Au XIIIème siècle, après les conquêtes de Gengis Khan, l’Empire mongol, s’étend du Pacifique à la Mer Noire. Des commerçants ou missionnaires, profitant d’une provisoire pax mongolica, atteignent « Cambaluc et le Cathay » – Pékin et la Chine. Et ils en reviennent ! Dans « le Livre des Merveilles », Marco Polo raconte longuement ses 14 ans de voyages au service de Kubilaï Khan. Papes et rois de France des croisades rêvent d’une alliance avec les Mongols qu’ils croient christianisés. Les carnets de voyage et les lettres de leurs envoyés, Plan Carpin ou Rubrouck, font disparaître le mythe du « Royaume du Prêtre Jean » mais décrivent une Asie bien plus réelle. Malgré l’échec de cette politique, les « Terra Incognita » s’effacent peu à peu sur les cartes.
Mais les luttes entre l’Islam et la Chrétienté ferment les routes du Moyen-Orient. Pour contourner l’obstacle, de nouvelles routes vont s’ouvrir. Au Nord, la Russie s’est affranchie, depuis la fin du XVème siècle, du joug mongol. Elle entame une longue « Conquête de l’Est », colonisant la Sibérie, et atteint le Pacifique en 1649. Sur une frontière de plusieurs milliers de kilomètres avec la Chine s’ouvrent des zones de contact et de rares points de passage, étroitement surveillés.
Au Sud, les Portugais ouvrent la route des Epices (carte) par le cap de Bonne-Espérance vers les Indes Orientales et touchent Canton en 1514. En 1583, les jésuites, menés par Matteo Ricci, qui a appris le chinois, sont autorisés à pénétrer en Chine. Admis à la Cour Impériale en 1601 pour leurs connaissances scientifiques, ils deviennent les pionniers de la découverte de la culture chinoise. Pendant 150 ans, ils en étudient la langue, les religions, les traditions. Leurs « Lettres édifiantes et curieuses » sont très lues en Europe.

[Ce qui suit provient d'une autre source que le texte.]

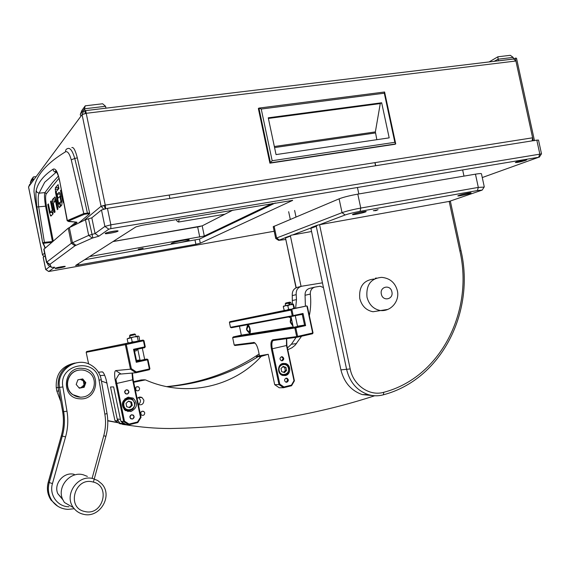 <?xml version="1.0" encoding="UTF-8"?>
<svg xmlns="http://www.w3.org/2000/svg" width="570" height="570" viewBox="0 0 570 570"><rect width="100%" height="100%" fill="white"/><g stroke="black" fill="none" stroke-linecap="round" stroke-linejoin="round"><path stroke-width="0.85" d="M85.251 105.828L84.41 108.813L80.292 114.427L81.845 110.502L85.251 105.828L102.621 103.768L105.564 106.276L84.41 108.813L85.158 110.68C85.593 110.523 85.942 111.392 86.213 113.302L82.08 114.634L83.576 111.221L85.144 110.922M29.761 184.231L28.578 187.046M169.176 195.04L169.881 198.417M105.721 208.656L105.258 205.114L104.346 205.749L104.852 205.948M513.655 58.974L515.28 58.119L515.907 61.004L86.213 113.302L105.258 205.114L101.075 206.269L104.346 205.749M43.968 256.678L42.55 254.94M534.453 140.662L533.249 140.69L532.622 137.798L532.116 140.868M515.28 58.119L516.52 58.254L534.425 140.505M200.227 226.489L113.152 241.452M105.072 208.798L104.481 205.941M84.054 220.391L101.075 206.269L103.683 209.14M105.429 208.72L104.83 205.841M105.258 205.114L532.622 137.798L515.907 61.004L513.677 58.967L85.393 110.651M84.816 110.779L85.293 113.444M85.101 110.744L85.65 113.38M52.661 241.523L44.396 242.328L38.675 206.782C37.919 199.65 38.047 195.104 39.066 193.152L44.923 192.624L52.632 182.464L58.347 176.123M36.181 190.53L37.093 192.382L39.066 193.152L44.702 182.25L56.102 172.29C54.321 172.033 53.302 171.014 53.046 169.233C43.584 175.51 37.962 182.614 36.181 190.53C35.682 192.895 35.91 198.381 36.872 206.988L42.636 242.784L43.356 243.333L51.727 242.321M71.82 147.616C73.53 146.846 75.361 150.266 77.32 157.876L89.604 212.923L89.611 213.85L78.774 222.941M55.732 198.51L55.062 201.288M53.238 211.62L52.868 211.969M52.127 212.097L52.682 214.313M60.121 193.793L60.449 196.116M58.596 186.896L57.99 189.568M34.001 191.249L34.015 191.891C33.936 178.04 44.453 164.666 65.564 151.777C65.457 150.074 66.177 148.998 67.73 148.528C70.203 147.616 72.54 150.929 74.763 158.467L77.32 157.876M65.564 151.777C67.652 151.057 69.547 153.736 71.257 159.814L74.763 158.467C78.639 174.228 84.118 197.291 87.36 212.959L87.253 213.893L89.611 213.85M76.081 222.101L68.115 221.181L84.545 214.249L87.253 213.893M71.257 159.814L83.761 213.543L89.604 212.923M63.591 202.956L63.477 202.371M62.885 199.322L62.322 199.407L63.22 202.407M62.322 199.407L60.506 190.637L61.218 190.53M60.506 190.637L61.118 189.967M55.489 200.861L56.28 200.74L55.461 200.854L53.309 203.162L55.055 211.962L54.421 212.603L52.269 201.203L55.033 200.783M55.304 198.98L52.533 199.4L52.269 201.203M52.533 199.4L54.991 197.028M55.461 200.854L57.328 209.66L57.983 208.998L56.223 200.469L55.361 197.555L54.649 197.078M55.575 201.167L56.345 201.046M52.169 212.304L49.469 212.724L50.908 216.108L53.017 213.978L52.925 209.532L51.136 200.882L50.523 201.559L51.257 201.445M49.469 212.724L47.787 204.559L48.493 204.452M47.787 204.559L48.386 203.903L50.181 212.403L52.248 210.252L53.038 210.131M52.896 211.969L50.188 212.389L52.889 211.976M52.967 209.739L52.233 209.853L50.523 201.559M61.667 200.811L60.862 200.939L59.95 196.529L60.762 196.408M59.95 196.529L57.955 198.21L57.157 194.349L60 193.921M60.691 196.08L59.85 196.208L60.691 196.08M61.874 202.008L59.95 202.307L60.748 206.197L61.71 205.236L62.002 203.405L59.757 192.867L59.052 192.268L57.157 194.349M59.95 202.307L61.745 201.203M59.736 203.447L58.689 203.611L59.579 202.692L60.384 206.575L59.43 207.537L58.746 206.917L60.277 206.675M59.836 203.925L57.948 204.217L58.746 206.917M57.948 204.217L55.546 192.567L56.33 192.453M58.218 187.316L55.383 187.737L55.546 192.567M55.383 187.737L58.119 184.609L58.931 188.52L56.202 191.57L58.689 203.611M35.54 202.45L34.015 191.891M44.952 247.487L44.431 246.596M44.681 243.012L44.396 242.328L42.636 242.777L45.222 247.9L44.595 247.38M68.115 221.181L67.338 220.512L59.629 180.683L67.153 220.69L83.761 213.543L84.545 214.249M68.621 221.523L67.16 220.718M73.331 225.57L77.064 222.4L76.537 222.136M36.872 206.988L45.564 206.197L52.454 241.694M52.233 209.853L52.248 210.252M60.862 200.939L60.883 201.338M59.629 180.683C57.727 171.777 55.532 167.958 53.046 169.233M46.327 193.764L44.923 192.624C44.196 194.548 44.41 199.072 45.564 206.197L46.441 206.019C45.386 199.507 45.351 195.424 46.327 193.764L58.945 178.296M56.765 172.375L56.102 172.29L56.537 172.033M176.151 219.571L177.234 221.253L178.517 222.036L179.286 219.044M394.839 142.308L395.73 143.925L395.01 144.267L269.902 163.162L258.353 108.514L258.908 108.093L384.593 91.998L395.73 143.925L270.479 162.828L258.908 108.093L261.238 109.034L384.308 93.209L394.839 142.308L272.168 160.726L261.238 109.034M269.902 163.162L272.168 160.726M384.593 91.998L384.308 93.209M276.051 154.591L268.263 117.805L381.665 102.778L389.189 137.862L276.051 154.591M268.399 118.439L380.268 103.583L381.665 102.778M380.268 103.583L375.366 131.905L376.841 139.686M33.466 179.208L32.668 179.322L32.825 180.077M30.324 182.514L31.464 179.593L33.402 176.935L32.668 179.322L30.324 182.514L30.481 183.255M30.63 183.968L32.974 180.797M33.402 176.935L35.34 176.664M489.096 61.938L497.902 56.786L510.3 55.311L513.178 57.392L498.095 59.202L498.444 60.805M497.902 56.786L498.095 59.202L494.126 61.332M513.178 57.392L513.527 58.988M498.451 60.855L513.534 59.031M80.292 114.427L80.491 115.411M105.564 106.276L105.956 108.172M365.413 211.99L366.175 211.584C366.603 210.936 356.008 213.045 353.193 214.163L352.467 214.562C352.075 215.189 362.513 213.123 365.413 211.99M470.001 193.401L471.098 192.895C471.476 192.339 462.028 194.263 458.843 195.389L457.796 195.881C457.446 196.429 466.752 194.534 470.001 193.401M377.725 209.86L373.778 210.736M276.001 238.645L276.607 238.011L342.043 212.66C346.524 211.085 352.766 209.553 360.767 208.064L478.316 187.409L484.13 187.095M482.163 190.102L477.382 190.565L360.09 211.328C353.706 212.524 348.719 213.736 345.128 214.983L319.563 224.694L449.189 201.417L482.163 190.102L484.279 186.86L481.458 173.793C481.344 173.401 479.341 173.522 475.458 174.163L357.796 194.128C349.788 195.581 343.553 197.149 339.1 198.83L273.237 226.71M310.899 227.986L292.545 234.961M290.436 235.759L285.392 237.54L296.215 287.715M285.42 237.669L278.616 240.355L285.805 239.507M461.009 250.707C475.323 311.968 441.358 379.62 383.411 394.789L383.111 394.875C378.188 396.2 373.229 396.114 368.241 394.611C357.034 390.657 349.838 382.313 346.66 369.581L316.257 226.319L317.583 225.114L319.563 224.694L350.187 368.947C353.343 385.398 369.631 396.549 383.774 392.281C440.489 377.611 473.934 311.17 459.855 250.921L449.189 201.417L450.393 201.402L461.009 250.707L459.855 250.921M372.987 395.623L362.264 394.597C351.17 390.692 344.052 382.449 340.91 369.873L310.899 228.356L311.441 227.451L317.233 225.25M311.562 231.506L290.957 235.253L290.436 236.108L301.067 286.382M138.382 404.586C141.959 405.384 143.782 403.895 143.861 400.126L142.023 397.561C140.17 396.677 138.538 397.012 137.121 398.565M138.346 404.394C139.971 403.396 140.648 401.943 140.377 400.04L138.474 397.461M139.586 388.277L138.531 386.852C136.558 386.346 135.546 387.144 135.482 389.232L136.508 390.649C138.489 391.177 139.515 390.386 139.586 388.277M135.824 390.022L135.81 387.55M144.723 412.787L143.79 411.426C141.773 410.82 140.726 411.604 140.626 413.777L141.538 415.124C143.562 415.751 144.623 414.974 144.723 412.787M140.819 414.326L141.025 411.982M296.129 337.34L291.405 344.223L287.408 347.978M301.559 336.236L294.975 345.37L291.947 347.786L287.779 349.731M314.612 287.173L309.667 288.37C306.489 289.332 304.95 291.633 305.064 295.267L305.392 306.225M323.454 287.579L320.219 286.24L314.961 287.088C311.747 288.064 310.201 290.387 310.315 294.063C311.092 301.352 310.771 308.548 309.346 315.666M121.267 421.543L123.149 423.617L126.048 424.835C140.89 427.265 155.624 428.498 170.245 428.519L185.35 428.12C254.434 425.234 317.54 414.447 374.682 395.772M126.048 424.835L122.771 424.422L119.9 423.218L117.206 419.014L110.516 386.994L113.637 386.909L120.491 419.663M286.653 338.608L286.867 345.434L294.412 380.817L291.584 385.733L283.568 387.707L279.229 387.764L274.697 384.679L268.235 354.298L261.231 356.364C233.515 387.066 185.799 397.945 145.436 379.876L133.715 382.292M110.516 386.994L113.644 386.909L120.826 421.259L123.626 421.579L115.033 379.285L115.945 379.378L124.438 421.13L129.041 424.073L137.527 421.992L140.477 417.219L132.646 379.848L132.026 373.072M144.588 379.798L141.103 379.969L133.587 381.693M268.235 354.298L257.69 356.093L256.45 356.82L261.231 356.364M76.793 362.755C63.626 365.719 57.406 373.977 58.133 387.543L58.845 391.683M107.766 420.617L118.147 422.641M295.638 308.199L296.486 299.606L296.201 294.661C295.923 290.123 297.796 287.301 301.822 286.211L322.449 282.827M258.103 356.663C231.156 373.664 200.889 383.695 167.309 386.759M101.503 381.066L107.096 383.118M166.661 386.631C201.11 383.09 231.926 372.21 259.108 353.991M292.325 304.259L292.267 295.588C292.004 291.085 293.863 288.292 297.853 287.209L300.782 286.475M107.766 420.831L118.382 422.783M60.484 400.81L56.843 391.056L56.259 387.6L58.133 387.543L62.686 411.597L63.669 411.697L59.579 387.5C56.024 370.707 76.252 356.236 90.602 364.871C96.43 368.17 99.992 373.122 101.275 379.713L99.052 380.19C96.116 356.927 58.169 363.603 62.885 386.952L66.982 411.191C68.407 419.776 67.937 428.348 65.571 436.891L52.454 483.595C49.027 494.653 57.385 506.595 68.6 506.759L68.984 506.773M74.962 363.047C61.788 365.883 55.554 374.07 56.259 387.6M247.758 331.476L249.703 333.322C251.377 332.531 249.432 324.38 247.701 324.929L246.867 327.401M290.807 309.325L293.771 308.705L290.807 309.325M294.597 327.073L297.568 326.489L293.301 327.394L291.035 316.749M286.881 382.221C288.755 380.959 288.791 379.634 286.988 378.231L286.026 378.195C284.152 379.435 284.109 380.767 285.898 382.171L286.881 382.221M282.314 360.767C284.216 359.478 284.223 358.138 282.335 356.77L281.459 356.749C279.557 358.031 279.542 359.364 281.416 360.746L282.314 360.767M285.456 375.516C291.106 374.454 291.206 364.85 285.591 363.525L282.884 363.446C277.305 364.451 277.048 373.92 282.57 375.402L285.456 375.516M282.977 375.509L283.418 375.338M285.591 363.525L282.264 363.632M284.964 310.365L229.867 321.694L291.812 309.154L293.187 315.609L303.033 313.464L305.627 325.605L295.794 327.8L297.626 336.407L312.673 332.994L312.531 333.749L297.497 337.162L273.108 340.525C271.762 341.765 271.491 344.522 272.282 348.804L279.806 384.151L283.938 386.966L291.448 385.12L293.999 380.682L286.511 345.548L286.496 338.63M274.697 384.679L278.987 384.586L271.413 348.975C270.479 343.667 270.942 340.611 272.816 339.813L296.685 336.592L294.847 327.985L232.66 337.689L234.213 345.021L254.156 342.485C255.902 343.418 257.298 346.068 258.353 350.443L259.464 355.687M259.642 356.514L259.906 357.768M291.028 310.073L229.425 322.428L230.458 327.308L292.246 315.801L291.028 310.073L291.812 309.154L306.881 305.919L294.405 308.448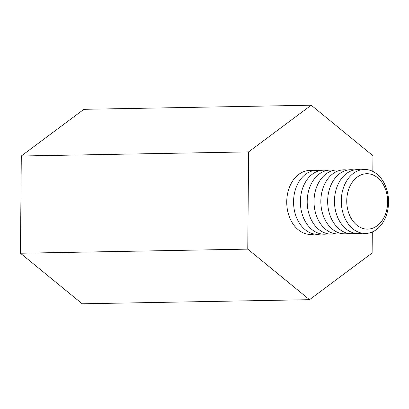 <?xml version="1.0" encoding="UTF-8"?>
<svg xmlns="http://www.w3.org/2000/svg" width="409" height="409" viewBox="0 0 409 409"><rect width="100%" height="100%" fill="white"/><g stroke="black" fill="none" stroke-linecap="round" stroke-linejoin="round"><path stroke-width="0.61" d="M362.088 233.191A32.009 23.625 -91 0 1 334.475 200.85A32.009 23.625 -91 0 1 360.942 169.853M355.268 233.314A32.009 23.625 -91 0 1 327.66 200.972A32.009 23.625 -91 0 1 354.122 169.975M348.448 233.437A32.009 23.625 -91 0 1 320.84 201.095A32.009 23.625 -91 0 1 347.302 170.098M341.627 233.559A32.009 23.625 -91 0 1 314.02 201.218A32.009 23.625 -91 0 1 340.482 170.221M334.807 233.687A32.009 23.625 -91 0 1 307.2 201.34A32.009 23.625 -91 0 1 333.662 170.343M327.987 233.81A32.009 23.625 -91 0 1 300.38 201.463A32.009 23.625 -91 0 1 326.842 170.471M321.167 233.933A32.009 23.625 -91 0 1 293.56 201.591A32.009 23.625 -91 0 1 320.022 170.594M314.347 234.055A32.009 23.625 -91 0 1 286.74 201.714A32.009 23.625 -91 0 1 313.207 170.717M346.745 200.783A27.71 20.45 -91 0 1 367.44 173.723A27.71 20.45 -91 0 1 387.65 202.056A27.71 20.45 -91 0 1 366.955 229.117A27.71 20.45 -91 0 1 346.745 200.783M341.295 200.727A32.009 23.625 -91 0 1 365.201 169.464A32.009 23.625 -91 0 1 388.55 202.194A32.009 23.625 -91 0 1 364.644 233.462A32.009 23.625 -91 0 1 341.295 200.727M372.302 231.98L372.118 252.997L309.521 299.685L247.767 249.132L248.616 151.892L311.213 105.21L372.967 155.763L372.829 171.417M309.521 299.685L82.199 303.79L20.45 253.237L21.299 156.003L83.896 109.315L311.213 105.21M21.299 156.003L248.616 151.892M20.45 253.237L247.767 249.132"/></g></svg>
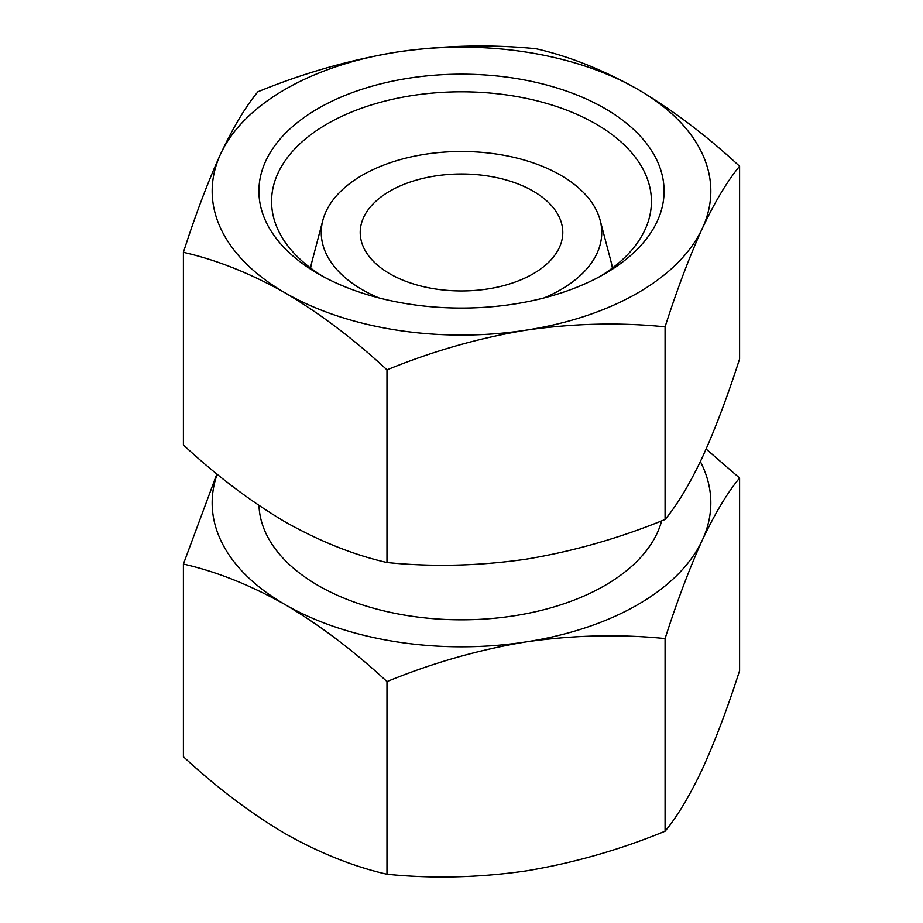 <?xml version="1.0" encoding="UTF-8"?>
<svg xmlns="http://www.w3.org/2000/svg" width="923" height="923" viewBox="0 0 923 923"><rect width="100%" height="100%" fill="white"/><g stroke="black" fill="none" stroke-linecap="round" stroke-linejoin="round"><path stroke-width="1.38" d="M700.372 461.592A249.337 143.953 180 0 1 702.334 540.105A249.337 143.953 180 0 1 526.029 641.9C573.298 635.116 619.645 634.009 665.079 638.566C677.251 600.746 689.666 567.922 702.334 540.105C715.002 513.35 727.416 492.651 739.6 478.01L739.6 670.675C727.428 708.506 715.013 741.319 702.334 769.136C689.677 795.903 677.251 816.601 665.079 831.231C619.679 849.875 573.321 863.097 526.029 870.931C478.772 877.715 432.426 878.823 386.979 874.254C353.901 866.743 319.969 853.221 285.195 833.665C250.41 813.048 216.478 787.4 183.4 756.722L183.4 564.057C216.49 571.568 250.421 585.101 285.195 604.646C319.981 625.263 353.913 650.923 386.979 681.589C432.391 662.956 478.737 649.723 526.029 641.9A249.337 143.953 180 0 1 285.195 604.646A249.337 143.953 180 0 1 217.159 474.191M739.6 478.01L706.118 449.04M216.882 473.961L183.4 564.057M536.021 48.746C569.099 56.257 603.031 69.779 637.805 89.335C672.59 109.952 706.522 135.6 739.6 166.278C727.428 180.885 715.013 201.583 702.334 228.373C689.677 256.19 677.251 289.003 665.079 326.834C619.679 322.254 573.321 323.362 526.029 330.169C478.772 338.003 432.426 351.236 386.979 369.858C353.901 339.168 319.969 313.52 285.195 292.903C250.41 273.358 216.478 259.836 183.4 252.325C195.572 214.494 207.987 181.681 220.666 153.864C233.323 127.097 245.749 106.399 257.921 91.769C303.321 73.125 349.679 59.903 396.971 52.069C444.228 45.285 490.575 44.177 536.021 48.746M396.971 52.069A249.337 143.953 180 0 1 637.805 89.335A249.337 143.953 180 0 1 702.334 228.373A249.337 143.953 180 0 1 526.029 330.169A249.337 143.953 180 0 1 285.195 292.903A249.337 143.953 180 0 1 220.666 153.864A249.337 143.953 180 0 1 396.971 52.069M183.4 252.325L183.4 444.99C216.49 475.668 250.421 501.327 285.195 521.933C319.981 541.478 353.913 555.011 386.979 562.522C432.391 567.114 478.737 565.995 526.029 559.2C573.298 551.354 619.645 538.132 665.079 519.499C677.251 504.893 689.666 484.194 702.334 457.404C715.002 429.599 727.416 396.775 739.6 358.943L739.6 166.278M604.75 108.418A202.587 116.956 180 0 1 604.75 273.819A202.587 116.956 180 0 1 318.25 273.819A202.587 116.956 180 0 1 318.25 108.418A202.587 116.956 180 0 1 604.75 108.418M322.865 276.404A189.93 109.652 180 0 1 271.57 201.445A189.93 109.652 180 0 1 388.814 100.145A189.93 109.652 180 0 1 595.797 123.913A189.93 109.652 180 0 1 651.43 201.445A189.93 109.652 180 0 1 600.135 276.404M612.145 266.689A189.93 109.652 180 0 1 613.16 267.462M309.84 267.462A189.93 109.652 180 0 1 310.855 266.689M378.926 297.921A140.25 80.97 180 0 1 322.842 220.297A140.25 80.97 180 0 1 417.75 155.537A140.25 80.97 180 0 1 560.676 175.22A140.25 80.97 180 0 1 600.158 220.297L611.13 261.994A151.349 87.385 180 0 1 612.364 268.074M310.636 268.074A151.349 87.385 180 0 1 311.87 261.994L322.842 220.297M600.158 220.297A140.25 80.97 180 0 1 544.074 297.921M533.125 191.119A101.288 58.484 180 0 1 562.788 232.469A101.288 58.484 180 0 1 461.5 290.953A101.288 58.484 180 0 1 360.212 232.469A101.288 58.484 180 0 1 422.734 178.439A101.288 58.484 180 0 1 533.125 191.119M661.676 520.849A202.587 116.956 180 0 1 448.14 619.564A202.587 116.956 180 0 1 258.971 505.481M665.079 326.834L665.079 519.499M386.979 369.858L386.979 562.522M665.079 831.231L665.079 638.566M386.979 874.254L386.979 681.589"/></g></svg>

On en fait des compilations, la « China Illustrata » de Kircher ou la « Description de l’Empire de Chine » de Du Halde. La Chine devient à la mode comme en témoigne le succès de « l’Orphelin de Chine » de Voltaire. Leurs premiers essais de grammaire, de dictionnaires, de traduction des grands textes chinois sont recueillis dans la Bibliothèque Royale ou au Vatican … mais ils vont bientôt s’y couvrir de poussière ! Rome estime que l’effort d’inculturation, d’adaptation du christianisme à une culture « étrangère » va trop loin et le condamne, après des décennies de querelles intestines. Ces divisions entre chrétiens scandalisent les Chinois qui expulsent les Jésuites en 1724. Soucieux de préserver leur identité culturelle, la Chine suit l’exemple du Japon et ferme complètement ses frontières aux étrangers.